# Forum Learning Russian Language Resources for Studying Russian Book Reviews  The Russian's World: Life and Language, by Genevra Gerhart

## f720p

http://www.languagehat.com/archives/003903.php  

> Months ago, I was following a Google path I no longer remember and Google Books showed me a book that had the "Hail Mary" in Russian. Not a Russian religious book, mind you, but a sort of textbook in English that (as a quick look revealed) had all sorts of odd things in Russian: games, arithmetic, mushrooms... It was The Russian's World: Life and Language, by Genevra Gerhart. The Amazon page included snippets of professional reviews like "...irreplaceable resource for the non-native scholar ... invitation into the culture ... author deserves the title 'Hero(ine) of Scholastic Labor'..." (American Association of Teachers of Slavic and East European Languages) and "a treasure trove ... what all Russians know just by being Russian, and what all students of Russian should know..." (Slavic and East European Journal), and reader reviews like "It cannot be easy to describe an entire country, its People, its culture and its customs, in 400-odd pages. Nonetheless, that is exactly what Ms. Gerhart has done here. She covers not only the basics, the 'everything you want to know about Russia' -- she delights her readers by covering several things they may not have realized they wanted to know," "It's simply awesome! It gives a unique insight into the customs of Russian people as related to their history, their land, and their language," and "Having lived in Russia for the last two years, and dealt with Russians and Russian life daily, I believe the author has accurately summarized everything you should know prior to arriving or doing business here" (all five-star reviews). Needless to say, I wanted a copy. There was a more recent edition, but it cost more than I felt like paying, and I figured the second edition, from 1994 (after the fall of the USSR), would be up-to-date enough for my purposes, so I ordered it, and I've been working my way through it since then. 
> Having finally finished it—even the appendices on Peter the Great's Table of Ranks, how to read chemical formulas, Morse code, Braille, and common Russian birds—I'm here to tell you that it's every bit as good as those reviews made it sound. If it had been around back when I was a Russian major, I might have continued in Russian rather than switching to linguistics; I've never seen a book that so effectively immersed you in a culture and showed you what it was like to live in it. Opening the book at random, the Names section has six pages of a Table of Names, giving full name, patronymic form, regular diminutive, and "endearing forms"; then it describes how different forms are used as one grows up: 
> [quote:2jis5yh1]Small children hear their endearing name form (from the table's third column) so often that they might think it their official name.[...] The boy will hear Юрочка throughout his life, first from his mother and later, though less frequently, from his wife (who will usually call him Юра).
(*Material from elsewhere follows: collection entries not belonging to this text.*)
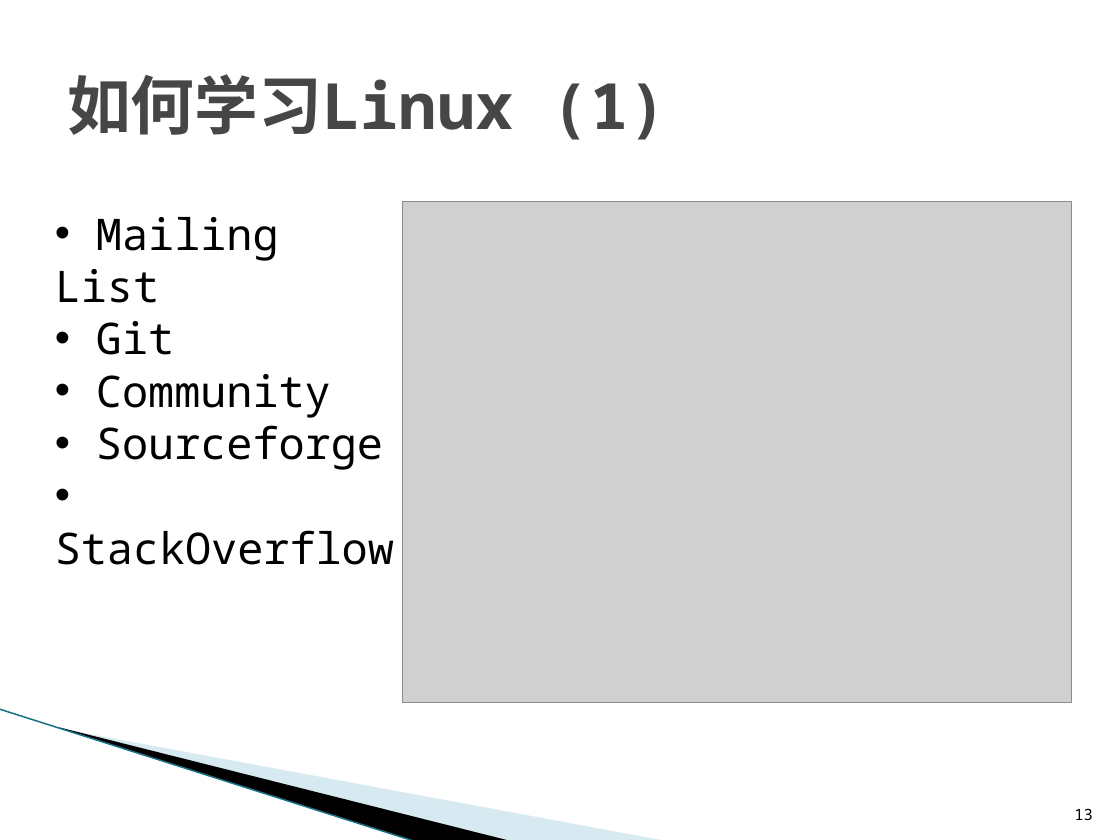
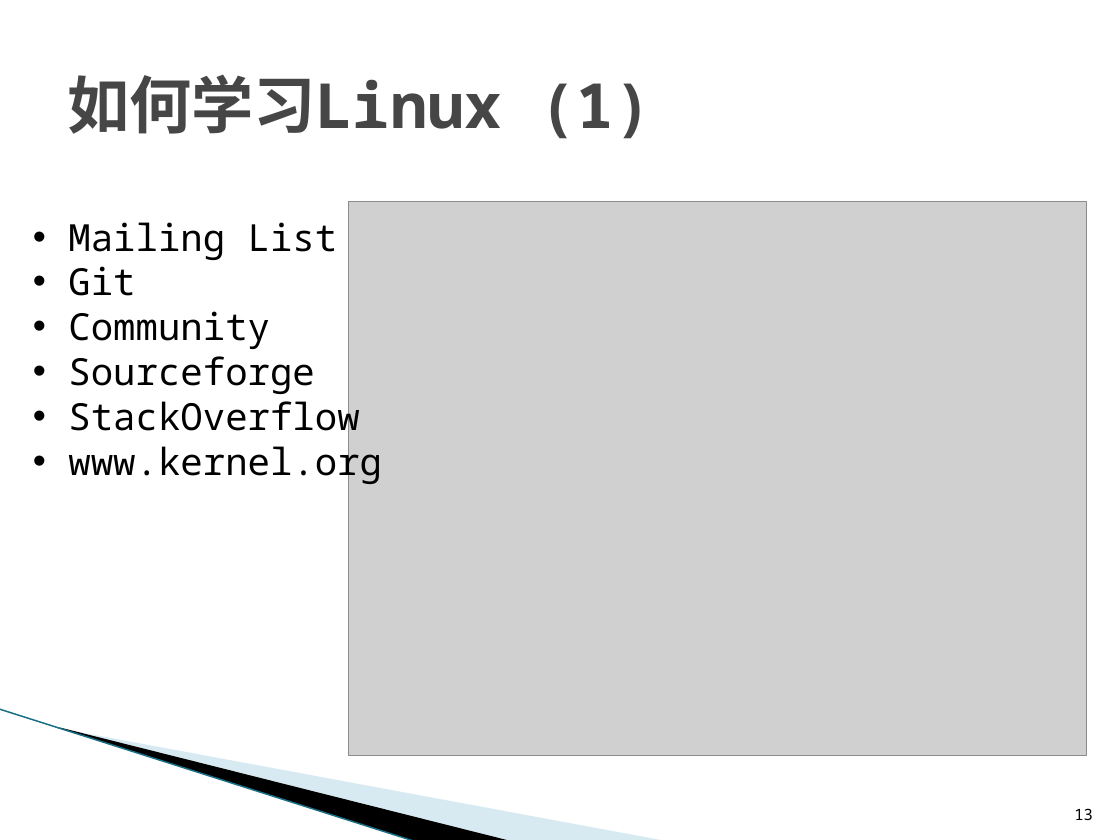
Before and after one commit to L3w1s-L1u/a_linux_prime, a slide deck: slide 13 of linux_introduction/Linux_Intro.pptx. Drawn at 1120x840 pixels with LibreOffice and Linux fonts; fonts in the diff are those of the drawing; grey boxes stand for pictures; background and template pictures are left out. Boxes give left, top, right and bottom in pixels: in the first picture for what was removed or moved away, otherwise in the second. Text is boxed around its words. In the diff, an @@ line names an element or a change of style, - is before the commit and + after.

```diff
--- a/linux_introduction/Linux_Intro.pptx
+++ b/linux_introduction/Linux_Intro.pptx
@@ title "如何学习Linux (1)" at <box>67,74,652,139</box>: size 41 to 40 pt @@
@@ text "Mailing List": place and size @@
-text "Mailing List" at <box>55,217,394,565</box>
+text "Mailing List" at <box>68,222,382,485</box>
@@ picture: place and size @@
-picture at <box>402,202,1071,703</box>
+picture at <box>348,202,1086,756</box>
@@ text at <box>68,222,359,440</box>: size 28 to 24 pt in "Mailing List", "Git", "Community", "Sourceforge" and 1 more places @@
@@ text at <box>68,440,382,485</box>: paragraph added @@
+• www.kernel.org
```
Also in this commit, not shown: 10 other slides changed, 2 slides added, 1 slide removed, 2 other files.

When he is old enough to socialize, his mother will introduce him to new friends as Юра (from the second column). He will address those other children in like manner until he considers them good friends, at which point he and they will often switch to the usually derogatory name: To his friends and siblings he will be Юрка. The derogatory -ка endings are actually used in several ways: they can be used among children to say "You're my pal"; among adult friends who might be saying something like, "You're crazy, but I like you anyway"; and by adults toward particularly offensive children. The neighborhood brat would probably be so referred to by almost everyone. [...] In class, Yuri's teacher will often refer to him by his last name alone, or sometimes as Юрий or Юра. The younger he is, the more familiar the teacher will be. Out of class the teacher might call him Юрий, Юра, or Юрочка depending on the situation — Юрий or Юра if emotion is not involved, and Юрочка if he has been hurt, for instance. He will always address his teacher and adults who are not in his family by their full name and patronymic. 
> At puberty many things change, not the least the boy's name. Now his friends call him Юра or Юрий most of the time; Юрочка and Юрка remain for special rather than normal use. He comes into his own when he starts work; then he will normally be addressed by his full name and patronymic: Юрий Иванович. Only his relatives and good friends have the privilege of using the diminutive forms of his name.

  
There follows a section on names before the Revolution (distinguishing educated from peasant names) and after ("In the 1920s it was not uncommon to name one's child after revolutionary events, leaders, and ideals"). And this is just one section; the book goes into similar detail on clothing (contemporary and folk), housing (apartments both self-contained and communal, peasant houses from various parts of Russia, all with illustrations), food, transportation, education, nature... pretty much any aspect of being Russian is described and analyzed, including mat (Russian cursing), about which Ms. Gerhart is squeamish ("Never, ever use these words. They are not cute or funny, nor will you be if you say them") but of which she gives a good account, including the occasional pungent saying (Хоть сци в глаза, всё Божья роса, "Pee in their eyes and they still say it's God's dew"). She tells you how to talk to animals, she tells you which fish are especially valued, she has illustrations of horse collars and street signs, she explains the rules of gorodki and why bottles of vodka were traditionally drunk by three people ("one could buy half a liter for 2.60 rubles, with 40 kopecks left for a little food to go with it—three people with a ruble each could get together and have a party"). You get the picture. If you're interested in Russian life and have a minimum acquaintance with the language, I really don't know how you can do without this book. (I wonder if similar books are available for other languages and cultures?)[/quote:2jis5yh1]

----------


## Basil77

My name is Юрий, so I can bring a couple of comments on this particular part of the text:   

> Small children hear their endearing name form (from the table's third column) so often that they might think it their official name.[...] The boy will hear Юрочка throughout his life, first from his mother..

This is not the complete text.